This book addresses the question of whether 'Southern Europe' is a useful concept for understanding the European present and recent past. Do Italy, Spain, Portugal, and Greece represent an area shaped by common paths and patterns of development as well as structural analogies? Or is 'Southern Europe' a misleading notion brought up by polarized political debates? From this perspective, following an interdisciplinary approach, the volume looks both at the current situation and considers its historical roots, back in the early post-war period.
While historiography has not dealt intensively with 'Southern Europe', in the last decades, disciplines such as economics, sociology, and political science have offered in-depth analyses of Italy, Spain, Portugal, and Greece in terms of a common area of development. A recurrent characteristic of these studies consists of highlighting the supposed deficits of 'Southern Europe' with regard to a European 'core'. A good example is a passage that Maurizio Ferrera-a renowned expert in the field of welfare state studies-wrote in 1996 and that retrospectively appears almost prophetic:
'Within national debates, some voices have started to lament explicitly that perhaps the 'deeper and wider' European Union has arrived too early for the new southern Europe, which is therefore doomed to remain a second rate periphery. Others argue that the constraints posed by the integration process represent a good chance for a 'big' modernising 'bang', capable of finally aligning the still underdeveloped Mediterranean littoral with the more civilized European inland. The next decade is very likely to show which scenario will prevail.' (Ferrera 1996, 34)
Even regarding the more technical aspects of his analysis of a Southern European welfare state, Ferrera focuses on insufficiencies of his 'Southern model', whose characteristics are its dualism, ineffectiveness, and particularistic clientelism, producing its permanent structural crisis (Ferrera 1996, 19, 25, 31).

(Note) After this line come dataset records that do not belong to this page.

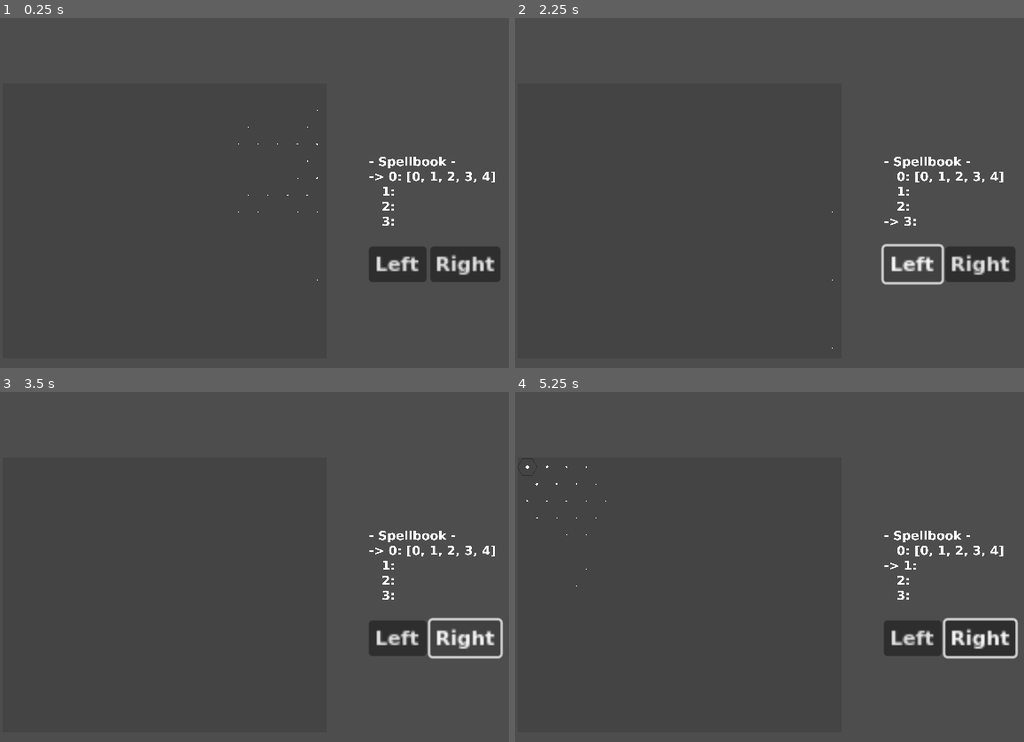
Above: before the commit, frames 1-4 (two rows, left to right).
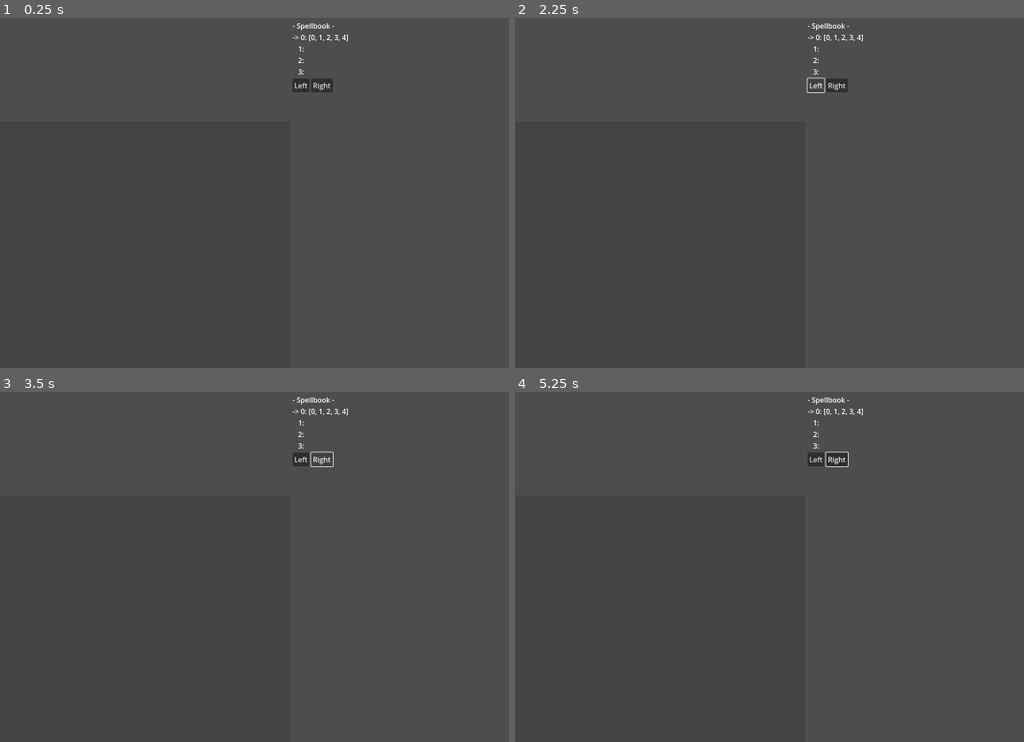
Above: after the commit, the same moments.

Repository: Nauviax/Hexgame
Game: Godot game, scene res://main_scene/main_scene.tscn
Same seed, same stepped clock (60 frames per second), same inputs: the game is played once before the commit and once after it. Before the commit the project starts from res://main_scene.tscn.
Inputs (mouse positions are in pixels of both pictures, inside the frame that each line leads up to):
- Up to frame 1 (0.25 s): no input
- Up to frame 2 (2.25 s): click "Left" at 0.5 s; click "Right" at 1.25 s; click "Left" at 2 s
- Up to frame 3 (3.5 s): click "Right" at 2.75 s
- Up to frame 4 (5.25 s): click "Left" at 3.5 s; click "Right" at 4.25 s; tap Enter at 5 s; move the mouse to (525, 465) at 5.02 s; click (525, 465) at 5.17 s

The runs differ from the first frame. In frame 1, 3.0% of the frame differs, in the area x 46-99%, y 1-76%; in frame 2, 2.6%; in frame 3, 2.5%; in frame 4, 3.5%, in the area x 0-99%, y 1-77%.

Commit message:
Changes to main_scene layout and hex_display

Diff:
--- a/grid/grid.gd
+++ b/grid/grid.gd
@@ -2,17 +2,20 @@
 extends Node2D
 
 var PointScene = preload("res://grid/point.tscn")
-@onready var main_scene = get_parent()
+@export var main_scene_path: NodePath # Set in Inspector
+@onready var main_scene = get_node(main_scene_path)
 
-const GRIDSIZE = 16 # Amount of points in given direction
-const GRIDSPACING = 16.0 # Distance between points
+const GRIDSIZE = 20 # Amount of points in given direction
+const GRIDSPACING = 32.0 # Distance between points
 const ROWSPACING = GRIDSPACING * 0.866  # Distance between each row, based on X (0.866 ~= sqrt(3)/2)
+const GRIDOFFSET = Vector2(16, 16) # Offset of the grid from the top left corner of the screen
 
 var points = [] # List to store the points
 var cur_points = [] # List to store points in the current pattern (Ordered first to latest)
 var line = null # The line being drawn
 # The gradient used for the line being cast
 static var line_gradient = preload("res://resources/gradients/casting.tres")
+static var line_size = 2 # Line width
 var mouse_line = null # The line being drawn between last point and mouse
 var hex_border = null # The border around the patterns drawn
 var patterns = [] # List of patterns (Mainly for deletion afterwards)
@@ -24,10 +27,10 @@
 	for ii in range(GRIDSIZE):
 		for jj in range(GRIDSIZE):
 			var point = PointScene.instantiate()
-			var offset = 0
+			var x_offset = 0
 			if jj % 2 == 1: # If the row number is odd
-				offset = GRIDSPACING / 2
-			point.position = Vector2(ii * GRIDSPACING + offset, jj * ROWSPACING) # Set the position of the point
+				x_offset = GRIDSPACING / 2
+			point.position = GRIDOFFSET + Vector2(ii * GRIDSPACING + x_offset, jj * ROWSPACING) # Set the position of the point
 			if not Engine.is_editor_hint():
 				point.set_id(ii - (jj/2), jj) # Set the id of the point
 			add_child(point)
@@ -39,6 +42,7 @@
 	# Prepare Hex border
 	if not Engine.is_editor_hint():
 		hex_border = Hex_Border.new(GRIDSPACING, ROWSPACING)
+		hex_border.line.position = GRIDOFFSET # Offset hex_border to match the grid
 		add_child(hex_border.line)
 
 # On every frame, update the mouse_line to go between the latest point and the mouse
@@ -49,7 +53,7 @@
 	if len(cur_points) > 0:
 		if mouse_line == null:
 			mouse_line = Line2D.new()
-			mouse_line.width = 1
+			mouse_line.width = line_size
 			# Set line color last color of line_gradient
 			mouse_line.set_default_color(line_gradient.get_color(line_gradient.get_point_count() - 1))
 			add_child(mouse_line)
@@ -135,6 +139,6 @@
 # Set line to a new instance of Line2D
 func new_line():
 	line = Line2D.new()
-	line.width = 1
+	line.width = line_size
 	line.gradient = line_gradient
 	add_child(line)
--- a/grid/grid.tscn
+++ b/grid/grid.tscn
@@ -4,9 +4,9 @@
 
 [node name="Grid" type="Node2D"]
 script = ExtResource("1_3evjo")
+main_scene_path = NodePath("")
 
 [node name="TempBackdrop" type="Polygon2D" parent="."]
-position = Vector2(-8, -8)
-scale = Vector2(2.64, 2.64)
+scale = Vector2(6.56, 5.59)
 color = Color(0, 0, 0, 0.117647)
-polygon = PackedVector2Array(0, 0, 100, 0, 100, 84.8485, 0, 84.8485)
+polygon = PackedVector2Array(0, 0, 100, 0, 100, 100, 0, 100)
--- a/grid/hex_border.gd
+++ b/grid/hex_border.gd
@@ -33,7 +33,7 @@
 	y_space = ROWSPACING
 
 	line = Line2D.new()
-	line.width = 0.5
+	line.width = 1.5
 	line.default_color = Color(0, 0, 0, 0.3)
 
 	# Offsets for redraw function
--- a/grid/point.tscn
+++ b/grid/point.tscn
@@ -8,14 +8,14 @@
 script = ExtResource("1_6ht4v")
 
 [node name="Polygon2D" type="Polygon2D" parent="."]
-scale = Vector2(2, 2)
+scale = Vector2(4, 4)
 polygon = PackedVector2Array(0, -1, 0, -1, 1, 0, 0, 1, -1, 0, 0, -1)
 
 [node name="MouseArea" type="Area2D" parent="."]
 collision_mask = 0
 
 [node name="CollisionShape2D" type="CollisionShape2D" parent="MouseArea"]
-scale = Vector2(0.8, 0.8)
+scale = Vector2(1.6, 1.6)
 shape = SubResource("CircleShape2D_hs63x")
 
 [connection signal="input_event" from="MouseArea" to="." method="_on_mouse_area_input_event"]
--- a/hex_disp/hex_disp.tscn
+++ /dev/null
@@ -1,81 +0,0 @@
-[gd_scene load_steps=4 format=3 uid="uid://b4vtjhtxnt21i"]
-
-[ext_resource type="Script" path="res://hex_disp/hex_disp.gd" id="1_mu4qi"]
-
-[sub_resource type="SystemFont" id="SystemFont_n3k7y"]
-font_names = PackedStringArray("Monospace")
-font_weight = 999
-subpixel_positioning = 0
-
-[sub_resource type="Theme" id="Theme_ll47c"]
-default_font = SubResource("SystemFont_n3k7y")
-
-[node name="HexDisp" type="Control"]
-layout_mode = 3
-anchors_preset = 15
-anchor_right = 1.0
-anchor_bottom = 1.0
-grow_horizontal = 2
-grow_vertical = 2
-theme = SubResource("Theme_ll47c")
-script = ExtResource("1_mu4qi")
-
-[node name="Stack" type="Label" parent="."]
-layout_mode = 0
-offset_right = 454.0
-offset_bottom = 184.0
-scale = Vector2(0.1, 0.1)
-theme_override_font_sizes/font_size = 100
-text = "This is the stack"
-
-[node name="Errors" type="Label" parent="."]
-layout_mode = 0
-offset_left = 300.0
-offset_right = 340.0
-offset_bottom = 23.0
-scale = Vector2(0.1, 0.1)
-theme_override_font_sizes/font_size = 100
-text = "This is the error log"
-
-[node name="Ravenmind" type="Label" parent="."]
-layout_mode = 0
-offset_left = 300.0
-offset_top = 100.0
-offset_right = 1065.0
-offset_bottom = 284.0
-scale = Vector2(0.1, 0.1)
-theme_override_font_sizes/font_size = 100
-text = "Ravenmind"
-
-[node name="Spellbook" type="Label" parent="."]
-layout_mode = 0
-offset_left = 300.0
-offset_top = 150.0
-offset_right = 1065.0
-offset_bottom = 847.0
-scale = Vector2(0.1, 0.1)
-theme_override_font_sizes/font_size = 100
-text = "- Spellbook -
--> 0: iota
-   1:
-   2:
-   3: "
-
-[node name="Sb_Left" type="Button" parent="."]
-layout_mode = 0
-offset_left = 300.0
-offset_top = 225.0
-offset_right = 347.0
-offset_bottom = 252.0
-text = "Left"
-
-[node name="Sb_Right" type="Button" parent="."]
-layout_mode = 0
-offset_left = 350.0
-offset_top = 225.0
-offset_right = 397.0
-offset_bottom = 252.0
-text = "Right"
-
-[connection signal="pressed" from="Sb_Left" to="." method="_on_sb_left_pressed"]
-[connection signal="pressed" from="Sb_Right" to="." method="_on_sb_right_pressed"]
--- a/hexecutor/hexecutor.gd
+++ b/hexecutor/hexecutor.gd
@@ -107,7 +107,7 @@
 	# Can choose to only update display on fail. Good for meta-patterns which run many patterns.
 	# Additionally, if main_scene is null, will not run updates. (Useful for oneoff hexecutor instances)
 	if (update_on_success or not success) and (main_scene != null):
-		main_scene.update_hex_disp(return_string) # Update stack display
+		main_scene.update_hex_display(return_string) # Update stack display
 		scan_stack() # Debugging, comment out when not needed anymore (!!!)
 	return success
 
--- a/main_scene.tscn
+++ /dev/null
@@ -1,17 +0,0 @@
-[gd_scene load_steps=4 format=3 uid="uid://qir8003u2t7e"]
-
-[ext_resource type="Script" path="res://main_scene.gd" id="1_2ajl7"]
-[ext_resource type="PackedScene" uid="uid://de8mh783pdkbd" path="res://grid/grid.tscn" id="2_j8ap0"]
-[ext_resource type="PackedScene" uid="uid://b4vtjhtxnt21i" path="res://hex_disp/hex_disp.tscn" id="3_m4pqx"]
-
-[node name="MainScene" type="Node2D"]
-script = ExtResource("1_2ajl7")
-
-[node name="Camera2D" type="Camera2D" parent="."]
-anchor_mode = 0
-zoom = Vector2(2, 2)
-
-[node name="Grid" parent="." instance=ExtResource("2_j8ap0")]
-position = Vector2(10, 100)
-
-[node name="HexDisp" parent="." instance=ExtResource("3_m4pqx")]
--- a/hex_disp/hex_disp.gd
+++ b/main_scene/hex_display.gd
@@ -2,10 +2,17 @@
 
 @onready var main_scene = get_parent()
 
-@onready var stack_label = $Stack
-@onready var error_label = $Errors
-@onready var raven_label = $Ravenmind
-@onready var sb_label = $Spellbook
+@export var stack_path: NodePath # Set in Inspector
+@onready var stack_label = get_node(stack_path) # $Stack
+
+@export var error_path: NodePath # Also set (etc etc)
+@onready var error_label = get_node(error_path) # $Errors
+
+@export var raven_path: NodePath
+@onready var raven_label = get_node(raven_path) # $Ravenmind
+
+@export var sb_path: NodePath
+@onready var sb_label = get_node(sb_path) # $Spellbook
 
 # Used to keep track of past errors, to create a scrolling history of sorts.
 var error_history = ["", "", ""] # Can be made longer for longer history, just check update_clear() also.
--- a/main_scene.gd
+++ b/main_scene/main_scene.gd
@@ -4,20 +4,24 @@
 # Test_level scene
 var test_level = preload("res://levels/test_level.tscn")
 @onready var hexecutor = null
-@onready var grid = $Grid
-@onready var hex_disp = $HexDisp
+
+@export var grid_path: NodePath # Set in Inspector
+@onready var grid = get_node(grid_path) # $Grid
+@onready var hex_display = $HexDisplay
+@export var level_control_path: NodePath # Set in Inspector also
+@onready var level_control = get_node(level_control_path)
 
 # For now, just load the test_level scene and prepare hexecutor
 func _ready():
 	# Load test level
 	var level = test_level.instantiate()
-	add_child(level)
+	level_control.add_child(level)
 
 	# Prepare hexecutor with level info
 	hexecutor = Hexecutor.new(level.level_info, level.level_info.player, self)
 
-	# Update hex_disp
-	update_hex_disp()
+	# Update hex_display
+	update_hex_display()
 
 # Handle input
 func _input(event):
@@ -37,15 +41,15 @@
 func new_pattern_drawn(pattern):
 	hexecutor.new_pattern(pattern)
 
-# Update hex_disp (Normally after a pattern is executed)
+# Update hex_display (Normally after a pattern is executed)
 # Takes hexecutor to get stack/caster info etc
-func update_hex_disp(err_str = ""):
-	hex_disp.update_all(hexecutor, err_str) # Update stack display
+func update_hex_display(err_str = ""):
+	hex_display.update_all(hexecutor, err_str) # Update stack display
 
 # Clear all patterns and reset stack
 func clear():
 	hexecutor.reset()
-	hex_disp.update_clear() # Update/Clear stack display
+	hex_display.update_clear() # Update/Clear stack display
 	for pattern_og in grid.patterns:
 		pattern_og.remove()
 	grid.patterns = []
@@ -57,4 +61,4 @@
 		hexecutor.caster.dec_sb()
 	else:
 		hexecutor.caster.inc_sb()
-	hex_disp.update_sb_label(hexecutor.caster)
+	hex_display.update_sb_label(hexecutor.caster)
--- /dev/null
+++ b/main_scene/main_scene.tscn
@@ -0,0 +1,97 @@
+[gd_scene load_steps=4 format=3 uid="uid://qir8003u2t7e"]
+
+[ext_resource type="Script" path="res://main_scene/main_scene.gd" id="1_7msjx"]
+[ext_resource type="PackedScene" uid="uid://de8mh783pdkbd" path="res://grid/grid.tscn" id="2_qu1ct"]
+[ext_resource type="Script" path="res://main_scene/hex_display.gd" id="3_pett3"]
+
+[node name="MainScene" type="Node2D"]
+script = ExtResource("1_7msjx")
+grid_path = NodePath("HexDisplay/MarginContainer/LR_Split/Stack_Grid/Grid_Control/Grid")
+level_control_path = NodePath("HexDisplay/MarginContainer/LR_Split/Info_SB_Level/Level_Control")
+
+[node name="Camera2D" type="Camera2D" parent="."]
+anchor_mode = 0
+
+[node name="HexDisplay" type="Control" parent="."]
+layout_mode = 3
+anchors_preset = 0
+mouse_filter = 2
+script = ExtResource("3_pett3")
+stack_path = NodePath("MarginContainer/LR_Split/Stack_Grid/ScrollContainer/Stack")
+error_path = NodePath("MarginContainer/LR_Split/Info_SB_Level/Errors")
+raven_path = NodePath("MarginContainer/LR_Split/Info_SB_Level/Ravenmind")
+sb_path = NodePath("MarginContainer/LR_Split/Info_SB_Level/Spellbook")
+
+[node name="MarginContainer" type="MarginContainer" parent="HexDisplay"]
+layout_mode = 0
+offset_right = 1600.0
+offset_bottom = 900.0
+
+[node name="LR_Split" type="HBoxContainer" parent="HexDisplay/MarginContainer"]
+layout_mode = 2
+
+[node name="Stack_Grid" type="VBoxContainer" parent="HexDisplay/MarginContainer/LR_Split"]
+layout_mode = 2
+size_flags_horizontal = 3
+size_flags_stretch_ratio = 0.7
+
+[node name="ScrollContainer" type="ScrollContainer" parent="HexDisplay/MarginContainer/LR_Split/Stack_Grid"]
+layout_mode = 2
+size_flags_vertical = 3
+
+[node name="Stack" type="Label" parent="HexDisplay/MarginContainer/LR_Split/Stack_Grid/ScrollContainer"]
+custom_minimum_size = Vector2(500, 200)
+layout_mode = 2
+size_flags_horizontal = 3
+text = "This is the stack"
+
+[node name="Grid_Control" type="Control" parent="HexDisplay/MarginContainer/LR_Split/Stack_Grid"]
+layout_mode = 2
+size_flags_vertical = 3
+size_flags_stretch_ratio = 1.65
+mouse_filter = 2
+
+[node name="Grid" parent="HexDisplay/MarginContainer/LR_Split/Stack_Grid/Grid_Control" instance=ExtResource("2_qu1ct")]
+main_scene_path = NodePath("../../../../../..")
+
+[node name="Info_SB_Level" type="VBoxContainer" parent="HexDisplay/MarginContainer/LR_Split"]
+layout_mode = 2
+size_flags_horizontal = 3
+
+[node name="Errors" type="Label" parent="HexDisplay/MarginContainer/LR_Split/Info_SB_Level"]
+layout_mode = 2
+size_flags_vertical = 3
+text = "This is the error log"
+
+[node name="Ravenmind" type="Label" parent="HexDisplay/MarginContainer/LR_Split/Info_SB_Level"]
+layout_mode = 2
+size_flags_vertical = 3
+size_flags_stretch_ratio = 0.5
+text = "Ravenmind"
+
+[node name="Spellbook" type="Label" parent="HexDisplay/MarginContainer/LR_Split/Info_SB_Level"]
+layout_mode = 2
+size_flags_vertical = 3
+text = "- Spellbook -
+-> 0: iota
+   1:
+   2:
+   3: "
+
+[node name="LR_Buttons" type="HBoxContainer" parent="HexDisplay/MarginContainer/LR_Split/Info_SB_Level"]
+layout_mode = 2
+size_flags_vertical = 3
+size_flags_stretch_ratio = 0.5
+
+[node name="Sb_Left" type="Button" parent="HexDisplay/MarginContainer/LR_Split/Info_SB_Level/LR_Buttons"]
+layout_mode = 2
+text = "Left"
+
+[node name="Sb_Right" type="Button" parent="HexDisplay/MarginContainer/LR_Split/Info_SB_Level/LR_Buttons"]
+layout_mode = 2
+text = "Right"
+
+[node name="Level_Control" type="Control" parent="HexDisplay/MarginContainer/LR_Split/Info_SB_Level"]
+layout_mode = 2
+size_flags_vertical = 3
+size_flags_stretch_ratio = 10.0
--- a/project.godot
+++ b/project.godot
@@ -11,7 +11,7 @@
 [application]
 
 config/name="Hexgame"
-run/main_scene="res://main_scene.tscn"
+run/main_scene="res://main_scene/main_scene.tscn"
 config/features=PackedStringArray("4.2", "Forward Plus")
 config/icon="res://icon.svg"
 
@@ -26,5 +26,6 @@
 
 [display]
 
-window/size/mode=2
-window/stretch/mode="canvas_items"
+window/size/viewport_width=1600
+window/size/viewport_height=900
+window/stretch/mode="viewport"

This tendency becomes especially evident in the opus magnum by Giulio Sapelli (1995)-one of the few historians dealing with this field-dedicated to the post-war history of Italy, Spain, Portugal, and Greece (as well as Turkey, which the author considers to be part of that area). Adopting a Weberian perspective and examining both the economic and socio-political systems, Sapelli describes 'Southern Europe' as an area floating between tradition and modernity, i.e. as a region that-caught in archaic structures-has only partially achieved the features of a modern society. This development, in his opinion, is due to the fact that Southern European societies have experienced only a weak industrialization, changing almost directly from agricultural to service economies. Under these circumstances, the 'contractual system' and the 'market forces' shaping modern societies have not been able to develop fully. On the contrary, they have been slowed down by clientelistic and patronage structures both in economy and politics.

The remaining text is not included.